Er stöhnt laut —  erschrickt dann und spricht zu sich selbst —  leise —  mit knirschenden Zähnen:

»Jetzt werden sie kommen und mich höhnen! Der Mond ist hell —  er steht hinter mir —  hinter den Bäumen und lacht! Bei Allah! Ich versteh’s nicht! Ich versteh‘ Nichts! Wir können —  Garnichts! Nur die Esel bilden sich ein, was zu können! Wenn ich nur Etwas vollbracht hätte —  nur Etwas! Aber —  mir ward es versagt! Ich habe gearbeitet wie ein Steinträger und Nichts dafür errungen —  Nichts! Ich bin nur einsam geworden. Kein Freund tröstet mich —  kein Freund! Ich hab allein meine Qual zu tragen —  allein!«

Und er stöhnt wieder und atmet hastig —  mit der Linken fährt er sich über die nassen Augen.

Er blickt nach rechts —  er wartet auf seine Barke.

Doch die Barke kommt nicht.

»Heute kommt Garnichts«, murmelt er Zähne knirschend.

Seine schwarzen Sklaven stehen mit Pechfackeln am Strande.

Das Schilf wird grell beleuchtet.

Von der Seite, von der Battanys Barke kommen soll, kommt Nichts. Aber auf der andren Seite werden nun vier grüne Lampen sichtbar —  es nahen sehr rasch vier große Böte, auf denen sehr laut gelärmt wird.

Battany horcht und will zum Ufer zurück —  er kennt die Stimmen, die da in den vier Böten lärmen.

Die Tofailys nahen.

Doch Battany besinnt sich und bleibt trotzig stehen.

Die Tofailys sind tolles Volk —  sie bilden Bagdads berüchtigte Prassergilde. Schlemmer sind die Tofailys. Aber sie schlemmen nicht auf eigene Kosten —  sie lassen sich immer einladen. Geld besitzen die Tofailys fast niemals —  aber betrunken sind die Tofailys fast immer —  auch jetzt.

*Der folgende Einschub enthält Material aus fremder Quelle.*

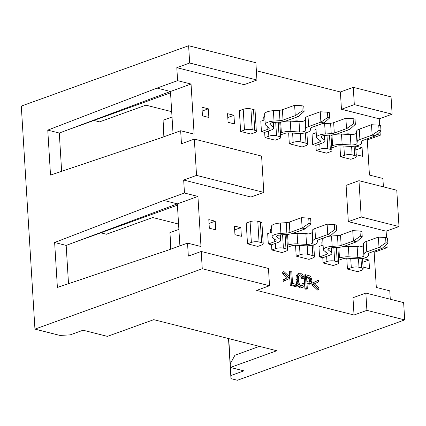 <?xml version="1.0" encoding="UTF-8"?>
<svg xmlns="http://www.w3.org/2000/svg" width="426" height="426" viewBox="0 0 426 426"><rect width="100%" height="100%" fill="white"/><g stroke="black" fill="none" stroke-linecap="round" stroke-linejoin="round"><path stroke-width="0.64" d="M309.164 282.252L309.489 280.505L309.138 278.955L308.403 277.97L306.624 277.39M306.571 276.591L306.874 281.533L308.994 282.071L310.447 281.788L310.778 280.036L310.421 278.492L309.691 277.502L306.571 276.591M310.043 282.087L309.446 282.15M307.322 288.785L306.976 283.168L310.666 283.721L311.406 283.082L311.891 280.265L310.788 276.82L309.739 275.91L305.389 274.685L306.235 288.514L307.322 288.785L306.033 289.254L304.947 288.977L304.1 275.148L305.389 274.685M306.235 288.514L304.947 288.977M188.617 45.731L255.882 62.728L256.942 80.013L244.071 84.657L176.806 67.659L189.676 63.016L188.617 45.731L21.3 106.095L34.943 329.117L202.259 268.753L269.525 285.75L256.654 290.394L354.033 315L352.973 297.71L365.843 293.067L403.64 302.62L404.7 319.905L237.383 380.269L230.977 378.65L228.522 338.553M390.28 299.238L389.769 290.836L376.312 287.438L374.097 251.212M383.869 246.792L387.122 247.618L386.904 244.055M386.52 237.761L386.121 231.19L348.324 221.642L346.104 185.337L358.974 180.693L361.195 216.999L348.324 221.642M383.411 186.865L382.894 178.462L369.443 175.059L367.223 138.833M376.994 134.419L380.253 135.239L380.035 131.682M379.646 125.388L379.247 118.817L341.45 109.264L340.39 91.979L256.377 70.748M176.806 67.659L177.599 80.658L191.05 84.055L194.118 134.137L180.661 130.734L181.455 143.732L194.325 139.089L261.596 156.086L263.816 192.392L250.946 197.036L183.675 180.038L184.474 193.031L197.925 196.429L200.987 246.51L187.536 243.113L188.329 256.106L201.2 251.462L202.259 268.753M311.96 284.797L311.864 283.21L318.344 280.249L318.451 281.937L314.324 283.833L318.813 287.933L318.92 289.621L313.248 284.334L311.96 284.797L317.631 290.085L318.92 289.621M310.666 283.721L309.377 284.185L307.024 283.966M304.143 278.103L303.099 278.258L302.135 275.856L300.729 274.818L299.196 275.18L298.429 277.012L298.338 279.6L298.828 282.757L299.899 284.962L301.331 285.963L302.188 285.947L302.822 285.468L303.514 283.05L304.627 283.791L303.61 286.922L301.48 287.992L300.229 288.019L298.014 286.565L296.592 283.604L295.932 279.791L296.187 276.149L297.433 274.056L299.276 273.295L300.66 273.258L302.79 274.839L304.143 278.103L301.816 278.721L300.852 276.32L299.153 275.228M301.48 285.995L302.231 283.519L303.514 283.05M290.26 285.266L289.414 271.437L290.697 270.973L291.783 271.245L292.529 283.444L296.571 284.467L296.672 286.096L291.544 284.802L290.26 285.266L295.383 286.56L296.672 286.096M283.226 281.389L283.125 279.701L287.241 277.779L282.757 273.71L282.651 272.022L283.94 271.559L289.605 276.799L289.707 278.38L283.226 281.389M201.929 107.203L208.335 108.822L208.862 117.464L202.456 115.845L201.929 107.203M355.683 146.054L362.089 147.673L362.617 156.315L356.211 154.697L355.683 146.054M227.553 113.678L233.959 115.297L234.492 123.939L228.086 122.321L227.553 113.678M234.428 226.052L240.834 227.67L241.361 236.313L234.955 234.694L234.428 226.052M362.558 258.428L368.964 260.046L369.491 268.694L363.085 267.07L362.558 258.428M208.804 219.576L215.21 221.195L215.737 229.838L209.331 228.219L208.804 219.576M354.123 146.214L354.693 155.533A5.458 1.667 176.5 0 1 356.28 156.592A5.458 1.667 176.5 0 1 354.677 157.897L350.816 159.292L340.566 156.699L339.9 145.83M254.753 130.281A5.458 1.667 176.5 0 1 256.34 131.341A5.458 1.667 176.5 0 1 254.737 132.646L250.877 134.036L240.626 131.448L239.359 110.701L243.219 109.306A5.458 1.667 -3.5 0 1 250.925 108.886L253.486 109.535L254.753 130.281L252.192 129.632A5.458 1.667 176.5 0 0 244.487 130.052L240.626 131.448M329.479 135.117L330.352 149.382A5.458 1.667 -3.5 0 1 331.934 150.442A5.458 1.667 -3.5 0 1 330.331 151.747L326.47 153.142L316.22 150.548L315.906 145.362L312.7 144.552L312.066 134.179L316.214 132.683M315.149 133.066L314.952 129.802L316.017 129.419M305.373 132.864L306.006 143.232A5.458 1.667 176.5 0 1 307.593 144.292A5.458 1.667 176.5 0 1 305.99 145.596L302.125 146.986L289.313 143.748L288.647 132.88M278.226 122.166L279.099 136.432A5.458 1.667 -3.5 0 1 280.686 137.491A5.458 1.667 -3.5 0 1 279.083 138.796L275.223 140.191L264.972 137.598L264.652 132.411L261.447 131.602L260.813 121.229L264.967 119.733M263.902 120.116L263.699 116.852L264.764 116.468M347.44 269.078L351.301 267.682A5.458 1.667 -3.5 0 1 359.006 267.262L361.567 267.911A5.458 1.667 176.5 0 1 363.154 268.971A5.458 1.667 176.5 0 1 361.552 270.276L357.691 271.666L347.44 269.078L346.775 258.204M261.628 242.655L259.067 242.011L257.794 221.264L260.361 221.909L261.628 242.655A5.458 1.667 176.5 0 1 263.215 243.715A5.458 1.667 176.5 0 1 261.612 245.019L257.751 246.414L247.501 243.821L246.228 223.075L250.089 221.685L251.361 242.431L247.501 243.821M285.1 234.54L285.974 248.805A5.458 1.667 -3.5 0 1 287.561 249.865A5.458 1.667 -3.5 0 1 285.952 251.17L282.092 252.565L271.841 249.977L271.527 244.79L268.321 243.981L267.688 233.608L271.836 232.106M270.776 232.495L270.574 229.231L271.639 228.842M312.242 245.238L312.881 255.605A5.458 1.667 176.5 0 1 314.463 256.665A5.458 1.667 176.5 0 1 312.86 257.97L308.999 259.365L296.187 256.127L295.522 245.254M336.348 247.49L337.222 261.756A5.458 1.667 -3.5 0 1 338.808 262.815A5.458 1.667 -3.5 0 1 337.206 264.12L333.345 265.515L323.094 262.927L322.775 257.741L319.575 256.931L318.941 246.558L323.089 245.056M322.024 245.445L321.827 242.181L322.892 241.792M180.661 130.734L160.07 138.168L50.513 175.07L47.765 130.122L157.008 88.086L177.599 80.658M187.536 243.113L166.944 250.541L57.388 287.443L54.634 242.495L163.877 200.46L184.474 193.031M183.675 180.038L196.546 175.395L194.325 139.089M191.05 84.055L170.459 91.484L173.031 133.492M157.008 88.086L170.459 91.484L59.294 133.034L61.637 171.321M47.765 130.122L59.294 133.034M66.089 130.494L170.538 92.809M93.933 120.446L99.556 121.868L145.889 105.153L171.694 111.671M228.741 338.611L230.285 363.847M230.509 367.478L230.999 375.498L243.869 370.854L230.418 367.457L230.205 364.001L234.928 355.225L259.466 346.375M340.39 91.979L353.26 87.335L391.057 96.883L392.117 114.173L379.247 118.817M380.253 135.239L367.292 139.914M358.974 180.693L396.771 190.241L398.992 226.547L386.121 231.19M387.122 247.618L374.166 252.293M230.418 367.457L276.751 350.742L153.749 319.66L107.416 336.375L83.07 330.225L70.199 334.868L59.928 335.427L34.943 329.117M404.7 319.905L366.903 310.357L354.033 315M230.999 375.498L230.977 378.65M179.9 245.866L177.333 203.862L197.925 196.429M163.877 200.46L177.333 203.862L66.168 245.408L68.511 283.7M54.634 242.495L66.168 245.408M72.958 242.873L177.413 205.183M178.569 224.049L152.764 217.526L106.431 234.247L100.808 232.825M368.964 260.046L362.792 262.272M240.834 227.67L234.662 229.896M170.948 249.098L169.942 232.633L178.893 229.406M169.942 232.633L170.735 249.173M359.31 246.915L357.733 246.516A5.458 1.667 176.5 0 0 351.136 246.617M337.222 261.756L334.66 261.111A5.458 1.667 176.5 0 0 326.955 261.532L323.094 262.927M312.881 255.605L307.753 254.311A5.458 1.667 176.5 0 0 300.048 254.732L296.187 256.127M306.512 234.028L306.486 233.565A5.458 1.667 176.5 0 0 299.888 233.666M285.974 248.805L283.407 248.161A5.458 1.667 176.5 0 0 275.702 248.582L271.841 249.977M259.067 242.011A5.458 1.667 176.5 0 0 251.361 242.431M257.794 221.264A5.458 1.667 176.5 0 0 250.089 221.685M260.361 221.909A5.458 1.667 -3.5 0 1 261.947 222.968L263.215 243.715M306.486 233.565L308.057 233.965M215.21 221.195L209.038 223.421M269.525 285.75L268.465 268.46L201.2 251.462M366.903 310.357L365.843 293.067M353.26 87.335L354.32 104.62L392.117 114.173M354.32 104.62L341.45 109.264M256.942 80.013L189.676 63.016M398.992 226.547L361.195 216.999M362.089 147.673L355.918 149.899M233.959 115.297L227.788 117.523M164.074 136.719L163.067 120.26L172.024 117.028M163.067 120.26L163.866 136.799M350.891 134.605L350.864 134.142A5.458 1.667 176.5 0 0 344.267 134.238M340.566 156.699L344.426 155.309A5.458 1.667 -3.5 0 1 352.132 154.888L351.61 146.384M354.693 155.533L352.132 154.888M350.864 134.142L352.435 134.536M330.352 149.382L327.786 148.733A5.458 1.667 176.5 0 0 320.08 149.159L316.22 150.548M306.006 143.232L300.878 141.938A5.458 1.667 176.5 0 0 293.173 142.359L289.313 143.748M293.013 121.288A5.458 1.667 -3.5 0 1 299.611 121.192L301.187 121.586M279.099 136.432L276.538 135.782A5.458 1.667 176.5 0 0 268.833 136.208L264.972 137.598M256.34 131.341L255.073 110.595A5.458 1.667 176.5 0 0 253.486 109.535M208.335 108.822L202.164 111.048M196.546 175.395L263.816 192.392M284.515 280.926L284.408 279.238L283.125 279.701M284.408 279.238L287.241 277.779M288.524 277.315L284.041 273.247L282.757 273.71M284.041 273.247L283.94 271.559M291.544 284.802L290.697 270.973M302.769 287.529L301.517 287.555L299.302 286.102L297.875 283.141L297.22 279.323L297.476 275.686L298.717 273.593L299.276 273.295M303.099 278.258L301.816 278.721M313.248 284.334L313.153 282.747L311.864 283.21M313.153 282.747L318.344 280.249M342.653 246.723A9.095 2.78 -3.5 0 1 348.377 246.457L357.164 246.958A4.548 1.39 176.5 0 0 363.261 245.365L363.484 243.528A9.095 2.78 -3.5 0 1 366.152 241.51L378.379 237.101L385.61 237.532L387.532 238.017L387.852 243.203L385.929 242.719L379.012 247.474L366.786 251.883A9.095 2.78 176.5 0 0 364.118 253.901L363.895 255.738A4.548 1.39 -3.5 0 1 357.797 257.331L349.011 256.83A9.095 2.78 176.5 0 0 339.479 258.002L338.846 247.628L337.903 247.969M338.846 247.628A9.095 2.78 -3.5 0 1 340.555 247.123M338.537 258.342L339.479 258.002M338.654 260.265L342.685 258.811A4.548 1.39 -3.5 0 1 347.451 258.225L356.232 258.726A9.095 2.78 176.5 0 0 368.431 255.536L368.655 253.704A4.548 1.39 -3.5 0 1 369.986 252.693L382.213 248.283L379.012 247.474L378.379 237.101M322.775 257.741L329.229 255.408A9.095 2.78 176.5 0 0 331.902 253.209A9.095 2.78 176.5 0 0 331.364 252.373L328.18 249.849A4.548 1.39 -3.5 0 1 327.913 249.434A4.548 1.39 -3.5 0 1 332.301 247.756L338.255 247.368A9.095 2.78 176.5 0 0 344.362 246.217L356.589 241.808L353.388 240.999L341.157 245.408A4.548 1.39 -3.5 0 1 338.106 245.983L332.158 246.372A9.095 2.78 176.5 0 0 323.377 249.732A9.095 2.78 176.5 0 0 323.914 250.557L327.093 253.081A4.548 1.39 -3.5 0 1 327.36 253.502A4.548 1.39 -3.5 0 1 326.028 254.599L319.575 256.931M322.743 239.359A9.095 2.78 -3.5 0 1 323.755 237.932M327.679 236.515A9.095 2.78 -3.5 0 1 331.519 235.999L337.472 235.61A4.548 1.39 176.5 0 0 340.523 235.035L352.749 230.626L353.388 240.999L360.305 236.244L359.986 231.057L361.908 231.542L362.228 236.728L360.305 236.244M291.405 233.773A9.095 2.78 -3.5 0 1 297.124 233.507L305.911 234.007A4.548 1.39 176.5 0 0 312.008 232.415L312.231 230.578A9.095 2.78 -3.5 0 1 314.899 228.56L327.125 224.151L334.362 224.582L336.284 225.066L336.599 230.253L334.676 229.768L327.759 234.524L315.533 238.933A9.095 2.78 176.5 0 0 312.865 240.951L312.647 242.788A4.548 1.39 -3.5 0 1 306.544 244.38L297.758 243.88A9.095 2.78 176.5 0 0 288.226 245.051L287.593 234.678L286.65 235.019M287.593 234.678A9.095 2.78 -3.5 0 1 289.302 234.172M287.284 245.392L288.226 245.051M287.401 247.314L291.432 245.861A4.548 1.39 -3.5 0 1 296.198 245.275L304.984 245.775A9.095 2.78 176.5 0 0 317.184 242.586L317.402 240.749A4.548 1.39 -3.5 0 1 318.739 239.742L330.965 235.333L327.759 234.524L327.125 224.151M271.527 244.79L277.976 242.458A9.095 2.78 176.5 0 0 280.649 240.259A9.095 2.78 176.5 0 0 280.111 239.423L276.932 236.899A4.548 1.39 -3.5 0 1 276.666 236.483A4.548 1.39 -3.5 0 1 281.053 234.806L287.002 234.417A9.095 2.78 176.5 0 0 293.109 233.267L305.341 228.858L302.135 228.048L289.909 232.458A4.548 1.39 -3.5 0 1 286.852 233.033L280.904 233.421A9.095 2.78 176.5 0 0 272.123 236.781A9.095 2.78 176.5 0 0 272.661 237.607L275.84 240.131A4.548 1.39 -3.5 0 1 276.112 240.552A4.548 1.39 -3.5 0 1 274.775 241.648L268.321 243.981M271.49 226.408A9.095 2.78 -3.5 0 1 280.271 223.048L286.219 222.66A4.548 1.39 176.5 0 0 289.275 222.084L301.502 217.675L302.135 228.048L309.052 223.293L308.733 218.107L310.655 218.591L310.975 223.778L309.052 223.293M268.833 136.208L268.513 131.022L271.106 130.084A9.095 2.78 176.5 0 0 273.774 127.88A9.095 2.78 176.5 0 0 273.236 127.044L270.057 124.525A4.548 1.39 -3.5 0 1 269.791 124.11A4.548 1.39 -3.5 0 1 274.179 122.427L280.127 122.038A9.095 2.78 176.5 0 0 286.24 120.893L298.466 116.479L295.261 115.67L283.034 120.084A4.548 1.39 -3.5 0 1 279.978 120.654L274.03 121.048A9.095 2.78 176.5 0 0 265.254 124.408A9.095 2.78 176.5 0 0 265.787 125.233L268.971 127.757A4.548 1.39 -3.5 0 1 269.237 128.173A4.548 1.39 -3.5 0 1 267.901 129.275L261.447 131.602M268.513 131.022L264.652 132.411M264.615 114.035A9.095 2.78 -3.5 0 1 273.396 110.675L279.344 110.281A4.548 1.39 176.5 0 0 282.401 109.711L294.627 105.297L295.261 115.67L302.178 110.92L301.864 105.733L303.786 106.218L304.1 111.404L302.178 110.92M284.531 121.394A9.095 2.78 -3.5 0 1 290.25 121.133L299.036 121.634A4.548 1.39 176.5 0 0 305.138 120.041L305.357 118.204A9.095 2.78 -3.5 0 1 308.025 116.186L320.251 111.772L327.488 112.208L329.41 112.693L329.729 117.88L327.807 117.395L320.89 122.145L308.658 126.559A9.095 2.78 176.5 0 0 305.99 128.577L305.772 130.415A4.548 1.39 -3.5 0 1 299.67 132.007L290.889 131.506A9.095 2.78 176.5 0 0 281.357 132.672L280.723 122.299L279.775 122.64M280.723 122.299A9.095 2.78 -3.5 0 1 282.427 121.799M280.409 133.013L281.357 132.672M280.526 134.941L284.557 133.482A4.548 1.39 -3.5 0 1 289.323 132.901L298.109 133.402A9.095 2.78 176.5 0 0 310.309 130.212L310.527 128.375A4.548 1.39 -3.5 0 1 311.864 127.369L324.09 122.954L320.89 122.145L320.251 111.772M320.08 149.159L319.766 143.972L322.354 143.035A9.095 2.78 176.5 0 0 325.027 140.83A9.095 2.78 176.5 0 0 324.49 139.994L321.31 137.476A4.548 1.39 -3.5 0 1 321.039 137.06A4.548 1.39 -3.5 0 1 325.432 135.377L331.38 134.989A9.095 2.78 176.5 0 0 337.488 133.844L349.714 129.429L346.514 128.62L334.288 133.034A4.548 1.39 -3.5 0 1 331.231 133.604L325.283 133.998A9.095 2.78 176.5 0 0 316.502 137.358A9.095 2.78 176.5 0 0 317.04 138.184L320.219 140.708A4.548 1.39 -3.5 0 1 320.49 141.123A4.548 1.39 -3.5 0 1 319.154 142.225L312.7 144.552M319.766 143.972L315.906 145.362M315.868 126.985A9.095 2.78 -3.5 0 1 316.88 125.558M320.805 124.142A9.095 2.78 -3.5 0 1 324.649 123.625L330.597 123.231A4.548 1.39 176.5 0 0 333.654 122.661L345.88 118.247L346.514 128.62L353.431 123.87L353.111 118.684L355.034 119.168L355.353 124.355L353.431 123.87M335.784 134.344A9.095 2.78 -3.5 0 1 341.503 134.083L350.289 134.584A4.548 1.39 176.5 0 0 356.386 132.992L356.61 131.155A9.095 2.78 -3.5 0 1 359.278 129.137L371.504 124.722L378.741 125.159L380.663 125.643L380.977 130.83L379.055 130.345L372.138 135.095L359.911 139.51A9.095 2.78 176.5 0 0 357.244 141.528L357.025 143.365A4.548 1.39 -3.5 0 1 350.923 144.957L342.137 144.457A9.095 2.78 176.5 0 0 332.605 145.623L331.971 135.25L331.029 135.59M331.971 135.25A9.095 2.78 -3.5 0 1 333.68 134.749M331.662 145.964L332.605 145.623M331.779 147.891L335.81 146.438A4.548 1.39 -3.5 0 1 340.576 145.852L349.363 146.352A9.095 2.78 176.5 0 0 361.562 143.163L361.78 141.325A4.548 1.39 -3.5 0 1 363.117 140.319L375.343 135.905L372.138 135.095L371.504 124.722M387.852 243.203L382.213 248.283M356.589 241.808L362.228 236.728M359.986 231.057L352.749 230.626M336.599 230.253L330.965 235.333M305.341 228.858L310.975 223.778M308.733 218.107L301.502 217.675M298.466 116.479L304.1 111.404M301.864 105.733L294.627 105.297M329.729 117.88L324.09 122.954M349.714 129.429L355.353 124.355M353.111 118.684L345.88 118.247M380.977 130.83L375.343 135.905M385.929 242.719L385.61 237.532M334.676 229.768L334.362 224.582M327.807 117.395L327.488 112.208M379.055 130.345L378.741 125.159M310.778 280.036L309.489 280.505M310.421 278.492L309.138 278.955M309.691 277.502L308.403 277.97M308.669 277.118L307.386 277.582M359.006 267.262L358.484 258.758M357.765 246.979L357.733 246.516M351.301 267.682L350.731 258.412M361.567 267.911L360.998 258.587M326.641 256.345L326.955 261.532M334.66 261.111L333.835 247.655M307.753 254.311L307.231 245.807M299.483 245.461L300.048 254.732M275.388 243.395L275.702 248.582M283.407 248.161L282.587 234.705M344.426 155.309L343.862 146.038M327.786 148.733L326.966 135.282M299.611 121.192L299.638 121.655M300.362 133.434L300.878 141.938M292.609 133.088L293.173 142.359M276.538 135.782L275.713 122.331M250.925 108.886L252.192 129.632M243.219 109.306L244.487 130.052M301.533 285.931L302.822 285.468M301.517 287.555L300.229 288.019M299.302 286.102L298.014 286.565M297.875 283.141L296.592 283.604M297.22 279.323L295.932 279.791M297.476 275.686L296.187 276.149M298.717 273.593L297.433 274.056M302.135 275.856L300.852 276.32M300.729 274.818L299.446 275.281M307.79 284.163L309.079 283.695M349.011 256.83L348.377 246.457M357.797 257.331L357.164 246.958M363.895 255.738L363.261 245.365M364.118 253.901L363.484 243.528M366.786 251.883L366.152 241.51M340.523 235.035L341.157 245.408M337.472 235.61L338.106 245.983M331.519 235.999L332.158 246.372M325.874 252.117L326.028 254.599M331.087 247.884L331.364 252.373M328.127 248.954L328.18 249.849M297.758 243.88L297.124 233.507M306.544 244.38L305.911 234.007M312.647 242.788L312.008 232.415M312.865 240.951L312.231 230.578M315.533 238.933L314.899 228.56M289.275 222.084L289.909 232.458M286.219 222.66L286.852 233.033M280.271 223.048L280.904 233.421M274.621 239.167L274.775 241.648M279.839 234.934L280.111 239.423M276.879 236.004L276.932 236.899M282.401 109.711L283.034 120.084M279.344 110.281L279.978 120.654M273.396 110.675L274.03 121.048M267.752 126.788L267.901 129.275M272.965 122.56L273.236 127.044M270.004 123.631L270.057 124.525M290.889 131.506L290.25 121.133M299.67 132.007L299.036 121.634M305.772 130.415L305.138 120.041M305.99 128.577L305.357 118.204M308.658 126.559L308.025 116.186M333.654 122.661L334.288 133.034M330.597 123.231L331.231 133.604M324.649 123.625L325.283 133.998M318.999 139.739L319.154 142.225M324.213 135.511L324.49 139.994M321.252 136.581L321.31 137.476M342.137 144.457L341.503 134.083M350.923 144.957L350.289 134.584M357.025 143.365L356.386 132.992M357.244 141.528L356.61 131.155M359.911 139.51L359.278 129.137M337.866 247.389L338.808 262.815M286.613 234.438L287.561 249.865M314.463 256.665L313.744 244.859M363.154 268.971L362.505 258.374M356.28 156.592L355.63 146.001M330.991 135.015L331.934 150.442M307.593 144.292L306.869 132.486M279.744 122.065L280.686 137.491M323.371 249.695L322.738 239.321M331.902 253.236L331.572 247.82M272.123 236.744L271.49 226.371M280.649 240.285L280.319 234.87M265.249 124.371L264.615 113.998M273.78 127.912L273.444 122.496M316.502 137.321L315.863 126.948M325.027 140.862L324.697 135.447"/></g></svg>

Battany stampft zornig mit dem Fuß auf, daß der Brettersteg poltert und wackelt, denn am Ufer erscheinen grade seine sieben Freunde —  Kodama und Abu Maschar an der Spitze.

Ein Zusammenstoß mit den Tofailys ist unvermeidlich.

Auf dem größten der vier Böte steht der alte bucklige Dichter Al Rumy —  der hat den Al Battany schon gesehen, ruft ihm gleich höhnisch zu:

»Mondprophet! Die Halbmonde wollen ja nicht so, wie Du willst! Laß den Glanz Deiner Goldstücke heller strahlen, dann werden die Halbmonde sich eher verdunkeln lassen! Halbmondprophet! Du Lichtfeind!«

Da —  im Handumdrehen —  blitzt Battanys krummer Säbel drohend über seiner indischen Mütze.

Und —  wie natürlich —  blitzen auf den Böten der Tofailys sofort ebenfalls die Säbel.

Der bucklige Al Rumy holt sein grades Schwert langsam und lachend hervor und deutet mit der Spitze des graden Schwertes tückisch auf den Astronomen.